Dependency Analysis and the Modularisation of Java Programs

DZone 's Guide to

Dependency Analysis and the Modularisation of Java Programs

· Java Zone ·
Free Resource
Everybody agrees that modularization is good, but how do we go about transforming a big ball of mud architecture to something like OSGi?




Most experienced developers have experienced some form of system rot: the quality of a program deteriorates over time and it becomes more and more expensive to update and maintain it. This is often caused by poorly managed dependencies. Dependencies between software artifacts (classes, packages, functions,.. ) are created when an artifact is referenced by another artifact, for instance, when a method of a class invokes a method defined in another class. These dependencies are then propagated to other units of code: a package depends on another package if there is a class dependency between classes in the respective packages etc. Dependencies can become problematic when they are created to solve short-term problems but bypass rules defined as part of the system architecture such as “the persistency layer should not depend on the presentation layer”. These dependencies then become technical debt that starts piling up.

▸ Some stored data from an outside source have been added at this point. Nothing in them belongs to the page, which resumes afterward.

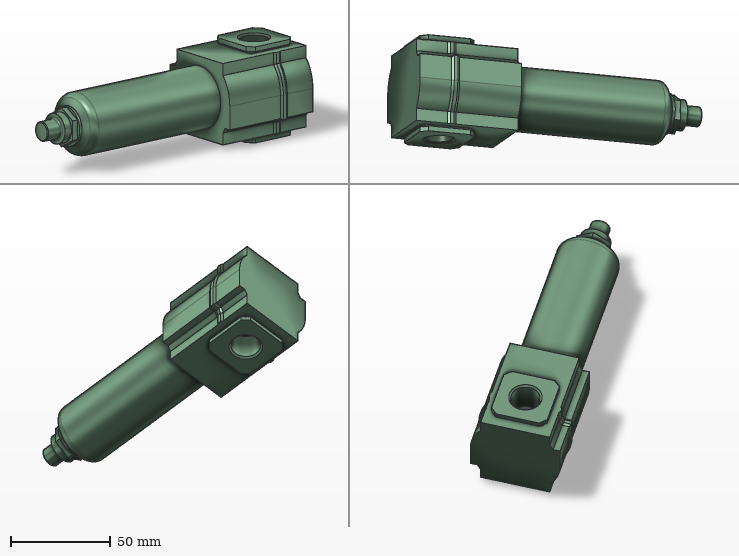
import cadquery as cq
import math


LENGTH = 158.8
WIDTH = 48.5
Y_BACK = LENGTH / 2

HOUSING_LENGTH = 54.6
HOUSING_HALF_HEIGHT = 21.3
FLANK_X = 18.1
BEAD_HEIGHT = 0.71
LOBE_X = WIDTH / 2 - BEAD_HEIGHT
SHELF_Z = 12.2
BEVEL_TOP_Z = 15.1
BEVEL_FOOT_X = 19.8

PORT_STATION = 19.0
BEAD_FOOT_WIDTH = 4.5
BEAD_CREST_WIDTH = 1.9

NECK_WIDTH = 25.9
NECK_HEIGHT = 1.3
NECK_CORNER_CHAMFER = 0.5
PLATE_WIDTH = 29.2
PLATE_THICKNESS = 2.5
PLATE_CORNER_CHAMFER = 3.3
PORT_RADIUS = 7.5
PORT_CHAMFER = 1.0
PORT_DEPTH = 15.9

BOWL_RADIUS = 16.4
BOWL_STRAIGHT_END = 134.7
SHOULDER_RADIUS = 4.5
SHOULDER_ANGLE = math.radians(60)
BOSS_RADIUS = 10.3
BOSS_END = 142.3

HEX_ACROSS_FLATS = 17.6
HEX_END = 145.6
COLLAR_RADIUS = 8.0
COLLAR_END = 149.9
STEM_RADIUS = 5.1
STEM_ROOT_FILLET = 1.0
STEM_TIP_CHAMFER = 0.5


def section_plane(station):
    """XZ plane whose normal is -Y, at a distance from the back face."""
    return cq.Workplane("XZ", origin=(0, Y_BACK - station, 0))


def housing_outline(station):
    """Cross-section of the housing, unchanged by half a turn about the axis."""
    top = HOUSING_HALF_HEIGHT
    arc_end_z = math.sqrt(LOBE_X**2 - FLANK_X**2)
    mid_angle = math.atan2(arc_end_z, FLANK_X) / 2
    mid_x = LOBE_X * math.cos(mid_angle)
    mid_z = LOBE_X * math.sin(mid_angle)
    return (
        section_plane(station)
        .moveTo(FLANK_X, top)
        .lineTo(-FLANK_X, top)
        .lineTo(-FLANK_X, BEVEL_TOP_Z)
        .lineTo(-BEVEL_FOOT_X, SHELF_Z)
        .lineTo(-LOBE_X, SHELF_Z)
        .lineTo(-LOBE_X, 0)
        .threePointArc((-mid_x, -mid_z), (-FLANK_X, -arc_end_z))
        .lineTo(-FLANK_X, -top)
        .lineTo(FLANK_X, -top)
        .lineTo(FLANK_X, -BEVEL_TOP_Z)
        .lineTo(BEVEL_FOOT_X, -SHELF_Z)
        .lineTo(LOBE_X, -SHELF_Z)
        .lineTo(LOBE_X, 0)
        .threePointArc((mid_x, mid_z), (FLANK_X, arc_end_z))
        .close()
    )


def make_bead():
    """Band with sloping sides that follows the side walls and stops flush at top and bottom."""
    first_edge = PORT_STATION - BEAD_FOOT_WIDTH / 2
    slope_width = (BEAD_FOOT_WIDTH - BEAD_CREST_WIDTH) / 2
    band = (
        housing_outline(first_edge)
        .offset2D(BEAD_HEIGHT, "intersection")
        .extrude(BEAD_FOOT_WIDTH)
    )
    band = band.faces("<Y or >Y").chamfer(slope_width, BEAD_HEIGHT)
    limits = cq.Workplane("XY").box(WIDTH, LENGTH, 2 * HOUSING_HALF_HEIGHT)
    return band.intersect(limits)


def square_pad(base_z, width, height, corner_chamfer):
    """Square pad with chamfered corners, centred on the port axis."""
    return (
        cq.Workplane("XY", origin=(0, Y_BACK - PORT_STATION, base_z))
        .rect(width, width)
        .extrude(height)
        .edges("|Z")
        .chamfer(corner_chamfer)
    )


def make_flange():
    """Upper port flange: a narrow neck carrying a wider plate."""
    neck_top = HOUSING_HALF_HEIGHT + NECK_HEIGHT
    neck = square_pad(HOUSING_HALF_HEIGHT, NECK_WIDTH, NECK_HEIGHT, NECK_CORNER_CHAMFER)
    plate = square_pad(neck_top, PLATE_WIDTH, PLATE_THICKNESS, PLATE_CORNER_CHAMFER)
    return neck.union(plate)


def make_port():
    """Blind port with a chamfered mouth, to be cut from the upper flange."""
    mouth_z = HOUSING_HALF_HEIGHT + NECK_HEIGHT + PLATE_THICKNESS
    mouth_radius = PORT_RADIUS + PORT_CHAMFER
    return (
        cq.Workplane("XZ", origin=(0, Y_BACK - PORT_STATION, mouth_z))
        .polyline([
            (0, 0),
            (mouth_radius, 0),
            (PORT_RADIUS, -PORT_CHAMFER),
            (PORT_RADIUS, -PORT_DEPTH),
            (0, -PORT_DEPTH),
        ])
        .close()
        .revolve(360, (0, 0), (0, 1))
    )


def make_housing():
    """Block with its bead, and a flanged port on the top and on the bottom."""
    body = housing_outline(0).extrude(HOUSING_LENGTH).union(make_bead())
    for flange_angle in (0, 180):
        flange = make_flange().rotate((0, 0, 0), (0, 1, 0), flange_angle)
        port = make_port().rotate((0, 0, 0), (0, 1, 0), flange_angle)
        body = body.union(flange).cut(port)
    return body


def make_bowl():
    """Plain cylinder with a rounded shoulder, an end cone and a short boss."""
    def shoulder_point(angle):
        radius = BOWL_RADIUS - SHOULDER_RADIUS * (1 - math.cos(angle))
        station = BOWL_STRAIGHT_END + SHOULDER_RADIUS * math.sin(angle)
        return radius, Y_BACK - station

    cone_radius, cone_y = shoulder_point(SHOULDER_ANGLE)
    cone_length = (cone_radius - BOSS_RADIUS) / math.tan(SHOULDER_ANGLE)
    return (
        cq.Workplane("XY")
        .moveTo(0, Y_BACK - HOUSING_LENGTH)
        .lineTo(BOWL_RADIUS, Y_BACK - HOUSING_LENGTH)
        .lineTo(BOWL_RADIUS, Y_BACK - BOWL_STRAIGHT_END)
        .threePointArc(shoulder_point(SHOULDER_ANGLE / 2), (cone_radius, cone_y))
        .lineTo(BOSS_RADIUS, cone_y - cone_length)
        .lineTo(BOSS_RADIUS, Y_BACK - BOSS_END)
        .lineTo(0, Y_BACK - BOSS_END)
        .close()
        .revolve(360, (0, 0), (0, 1))
    )


def make_drain():
    """Hexagon with two flats facing +X and -X, then a round collar and the outlet stem."""
    hexagon = (
        section_plane(BOSS_END)
        .polygon(6, HEX_ACROSS_FLATS, circumscribed=True)
        .extrude(HEX_END - BOSS_END)
    )
    collar = section_plane(HEX_END).circle(COLLAR_RADIUS).extrude(COLLAR_END - HEX_END)
    stem = (
        section_plane(COLLAR_END)
        .circle(STEM_RADIUS)
        .extrude(LENGTH - COLLAR_END)
        .faces("<Y")
        .chamfer(STEM_TIP_CHAMFER)
    )
    outlet = collar.union(stem)
    stem_root = outlet.faces("<Y[1]").edges(cq.selectors.RadiusNthSelector(0))
    return hexagon.union(stem_root.fillet(STEM_ROOT_FILLET))


housing = make_housing()
bowl = make_bowl()
drain = make_drain()

result = cq.Compound.makeCompound([housing.val(), bowl.val(), drain.val()])
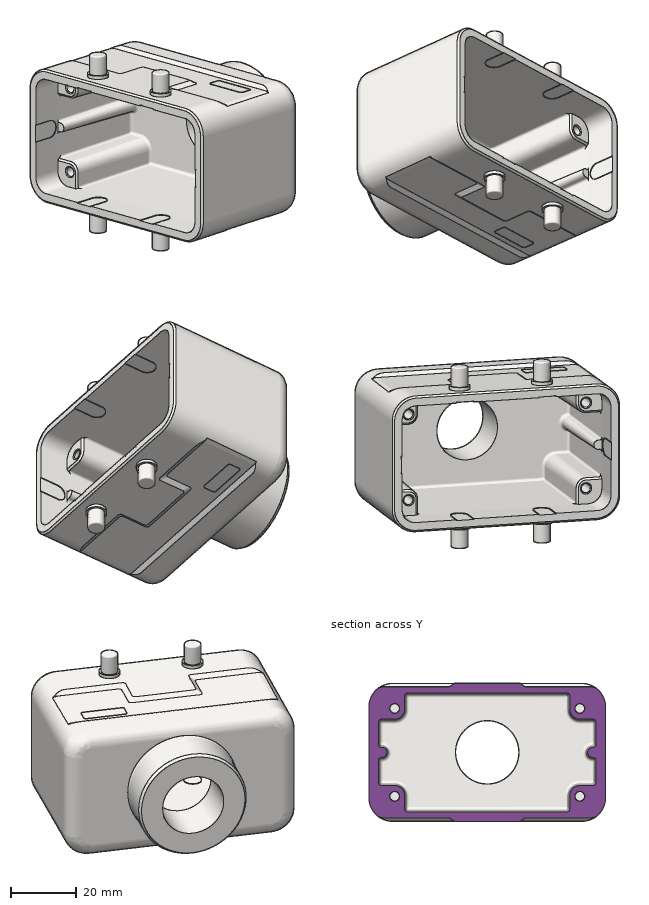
import cadquery as cq
import math

overall_width = 73.0
overall_length = 58.0
overall_height = 57.0
body_height = 42.85
body_length = 44.8
body_draft = 0.3
body_corner_radius = 7.5
back_radius = 4.6
mouth_chamfer = 0.6

neck_radius = 17.1
neck_chamfer_length = 1.0
neck_chamfer_width = 0.65
neck_flare = 0.3
neck_flare_length = 0.95
bore_radius = 9.7

opening_width = 67.0
opening_height = 36.8
opening_radius = 4.4
mouth_depth = 9.85
floor_thickness = 2.55
pocket_depth = body_length - floor_thickness - mouth_depth
pocket_draft = 1.2
wall_radius = 0.7
floor_radius = 0.95

boss_inner_x = 25.5
boss_inner_z = 10.3
boss_chamfer = 0.6
screw_x = 28.5
screw_z = 13.5
screw_radius = 1.45
screw_countersink = 0.33
screw_depth = 8.75
boss_round = screw_x - boss_inner_x

rib_radius = 1.45
rib_center_x = 32.4

pin_x = 13.2
pin_y = 6.3
pin_radius = 2.6
pin_tip_round = 0.45
collar_radius = 3.2
collar_height = 1.0

slot_width = 5.5
slot_length = 9.2
slot_depth = 0.2

recess_floor_z = 20.2
recess_front_y = 14.6
recess_back_y = 33.4
recess_bank_run = 1.75
tongue_half_width = 11.7
tongue_back_y = 24.7
tongue_round = 0.95

recess_edge_x = 31.9
recess_edge_angle = 13.0

badge_x = 20.9
badge_y = 29.3
badge_width = 13.7
badge_length = 4.45
badge_round = 0.7
badge_depth = 0.15


def along_y(y):
    """Work plane at the given Y whose extrusions run toward +Y."""
    return cq.Workplane(cq.Plane((0, y, 0), (1, 0, 0), (0, 1, 0)))


def both_sides(shape, plane):
    """The shape together with its mirror image across the given plane."""
    return shape.union(shape.mirror(plane))


def make_body():
    back_height = body_height - 2 * body_length * math.tan(math.radians(body_draft))
    side_profile = [
        (0, -body_height / 2),
        (body_length, -back_height / 2),
        (body_length, back_height / 2),
        (0, body_height / 2),
    ]
    body = cq.Workplane("YZ").polyline(side_profile).close().extrude(overall_width / 2, both=True)
    body = body.faces("<X or >X").edges("not |Z").fillet(body_corner_radius)
    body = body.faces(">Y").edges().fillet(back_radius)
    return body.faces("<Y").edges().chamfer(mouth_chamfer)


def make_neck():
    """Round neck, flared where it meets the back and chamfered at its free end."""
    root_y = body_length - back_radius
    flare_radius = neck_radius + neck_flare
    end_radius = neck_radius - neck_chamfer_width
    profile = [
        (0, root_y),
        (end_radius, root_y),
        (flare_radius, body_length - neck_flare),
        (flare_radius, body_length),
        (neck_radius, body_length + neck_flare_length),
        (neck_radius, overall_length - neck_chamfer_length),
        (end_radius, overall_length),
        (0, overall_length),
    ]
    return cq.Workplane("XY").polyline(profile).close().revolve(360, (0, 0, 0), (0, 1, 0))


def make_pin(x):
    """Pin with a collar, rooted in the top wall."""
    root_z = opening_height / 2 + slot_depth
    tip_z = overall_height / 2
    collar_z = body_height / 2 + collar_height
    root = cq.Workplane("XY", (x, pin_y, root_z))
    pin = root.circle(pin_radius).extrude(tip_z - root_z)
    pin = pin.faces(">Z").edges().fillet(pin_tip_round)
    return pin.union(root.circle(collar_radius).extrude(collar_z - root_z))


def make_boss():
    """Corner boss, growing with the draft toward the floor."""
    outer_x = overall_width / 2
    outer_z = body_height / 2
    boss = (
        along_y(mouth_depth)
        .moveTo(outer_x, boss_inner_z)
        .lineTo(screw_x, boss_inner_z)
        .radiusArc((boss_inner_x, boss_inner_z + boss_round), boss_round)
        .lineTo(boss_inner_x, outer_z)
        .lineTo(outer_x, outer_z)
        .close()
        .extrude(pocket_depth, taper=-pocket_draft)
    )
    return boss.faces("<Y").edges().chamfer(boss_chamfer)


def make_rib():
    """Half-round rib on the +X wall, growing with the draft toward the floor."""
    reach = overall_width / 2 - rib_center_x
    return (
        along_y(mouth_depth)
        .center(rib_center_x + reach / 2, 0)
        .slot2D(reach + 2 * rib_radius, 2 * rib_radius)
        .extrude(pocket_depth, taper=-pocket_draft)
    )


def wall_corners():
    """Selects the long edges where the bosses and ribs meet the pocket walls."""
    middle_y = mouth_depth + pocket_depth / 2
    middle_draft = math.tan(math.radians(pocket_draft)) * pocket_depth / 2
    wall_x = opening_width / 2 - middle_draft
    wall_z = opening_height / 2 - middle_draft
    corners = [
        (wall_x, boss_inner_z - middle_draft),
        (boss_inner_x - middle_draft, wall_z),
        (wall_x, rib_radius + middle_draft),
    ]
    mirrored = [(i * x, j * z) for x, z in corners for i in (1, -1) for j in (1, -1)]
    edges = [cq.selectors.NearestToPointSelector((x, middle_y, z)) for x, z in mirrored]
    selector = edges[0]
    for edge in edges[1:]:
        selector = selector + edge
    return selector


def make_cavity():
    mouth = along_y(0).rect(opening_width, opening_height).extrude(mouth_depth)
    mouth = mouth.edges("|Y").fillet(opening_radius)
    pocket = along_y(mouth_depth).rect(opening_width, opening_height)
    pocket = pocket.extrude(pocket_depth, taper=pocket_draft)
    bosses = both_sides(both_sides(make_boss(), "YZ"), "XY")
    ribs = both_sides(make_rib(), "YZ")
    pocket = pocket.cut(bosses).cut(ribs)
    pocket = pocket.edges(wall_corners()).fillet(wall_radius)
    pocket = pocket.faces(">Y").edges().fillet(floor_radius)
    return mouth.union(pocket)


def make_screw_holes():
    """Blind countersunk holes into the boss ends."""
    ends = along_y(mouth_depth).rect(2 * screw_x, 2 * screw_z, forConstruction=True).vertices()
    holes = ends.circle(screw_radius).extrude(screw_depth)
    countersinks = ends.circle(screw_radius + screw_countersink).extrude(screw_countersink, taper=45)
    return holes.union(countersinks)


def make_slots():
    """Round-ended slots from the mouth, cut into all four inner walls."""
    pin_slots = (
        cq.Workplane("XY", (0, 0, opening_height / 2))
        .pushPoints([(-pin_x, 0), (pin_x, 0)])
        .slot2D(2 * slot_length, slot_width, 90)
        .extrude(slot_depth)
    )
    side_slot = (
        cq.Workplane("YZ", (opening_width / 2, 0, 0))
        .slot2D(2 * slot_length, slot_width)
        .extrude(slot_depth)
    )
    return both_sides(pin_slots, "XY").union(both_sides(side_slot, "YZ"))


def recess_outline(growth):
    """Outline of the recess around its tongue, running out past both side faces."""
    tongue_x = tongue_half_width - growth
    tongue_y = tongue_back_y - growth
    front_y = recess_front_y - growth
    back_y = recess_back_y + growth
    points = [
        (-overall_width, back_y),
        (-overall_width, front_y),
        (-tongue_x, front_y),
        (-tongue_x, tongue_y),
        (tongue_x, tongue_y),
        (tongue_x, front_y),
        (overall_width, front_y),
        (overall_width, back_y),
        (-overall_width, back_y),
    ]
    tongue_corners = cq.selectors.BoxSelector(
        (-overall_width / 2, 0, -0.7), (overall_width / 2, body_length, 0.7)
    )
    return cq.Sketch().polygon(points).vertices(tongue_corners).fillet(tongue_round)


def make_recess():
    """Recess in the top face, its banks sloping out from the floor."""
    rise = body_height / 2 - recess_floor_z
    floor = recess_outline(0)
    rim = recess_outline(recess_bank_run).moved(cq.Location(cq.Vector(0, 0, rise)))
    base = cq.Workplane("XY", (0, 0, recess_floor_z))
    return base.placeSketch(floor, rim).loft(ruled=True)


def make_recess_edge():
    """Wedge that slopes the +X edge of the recess floor downward."""
    half_width = overall_width / 2
    drop = (half_width - recess_edge_x) * math.tan(math.radians(recess_edge_angle))
    wedge = [
        (recess_edge_x, recess_floor_z),
        (half_width, recess_floor_z),
        (half_width, recess_floor_z - drop),
    ]
    front = cq.Workplane("XZ", (0, recess_front_y, 0))
    return front.polyline(wedge).close().extrude(recess_front_y - recess_back_y)


def make_badge():
    badge = cq.Workplane("XY", (badge_x, badge_y, recess_floor_z - badge_depth))
    badge = badge.rect(badge_width, badge_length).extrude(badge_depth)
    return badge.edges("|Z").fillet(badge_round)


recess = make_recess().union(both_sides(make_recess_edge(), "YZ")).union(make_badge())
pins = both_sides(make_pin(-pin_x).union(make_pin(pin_x)), "XY")
bore = along_y(0).circle(bore_radius).extrude(overall_length)

result = (
    make_body()
    .union(make_neck())
    .cut(both_sides(recess, "XY"))
    .union(pins)
    .cut(make_cavity())
    .cut(make_slots())
    .cut(make_screw_holes())
    .cut(bore)
)

And eventually, this will become a problem. Remember the late 90s when everybody wanted to port their applications to the web. That was easy to do for applications with a clear separation between user interface and logic layer, and difficult to impossible for applications where the logic depended on a particular user interface (usually a desktop UI). Now Java programmers face a similar situation. There are many use cases that require modularity - creating plugin ecosystems around products, product lines and the ability to make incremental updates to name a few. And there are several great platforms for modularity available, in particular OSGi and its extensions ( Eclipse, declarative services, Spring dynamic modules). But all of these platforms have strict requirements when it comes to dependencies. A common theme is that these frameworks have containers to manage dependencies automatically. This requires that programmers adhere to the following two principles:


package separability - dependencies between different packages should be minimised so that packages can be deployed in different modules. In particular, there should be no circular dependencies between packages.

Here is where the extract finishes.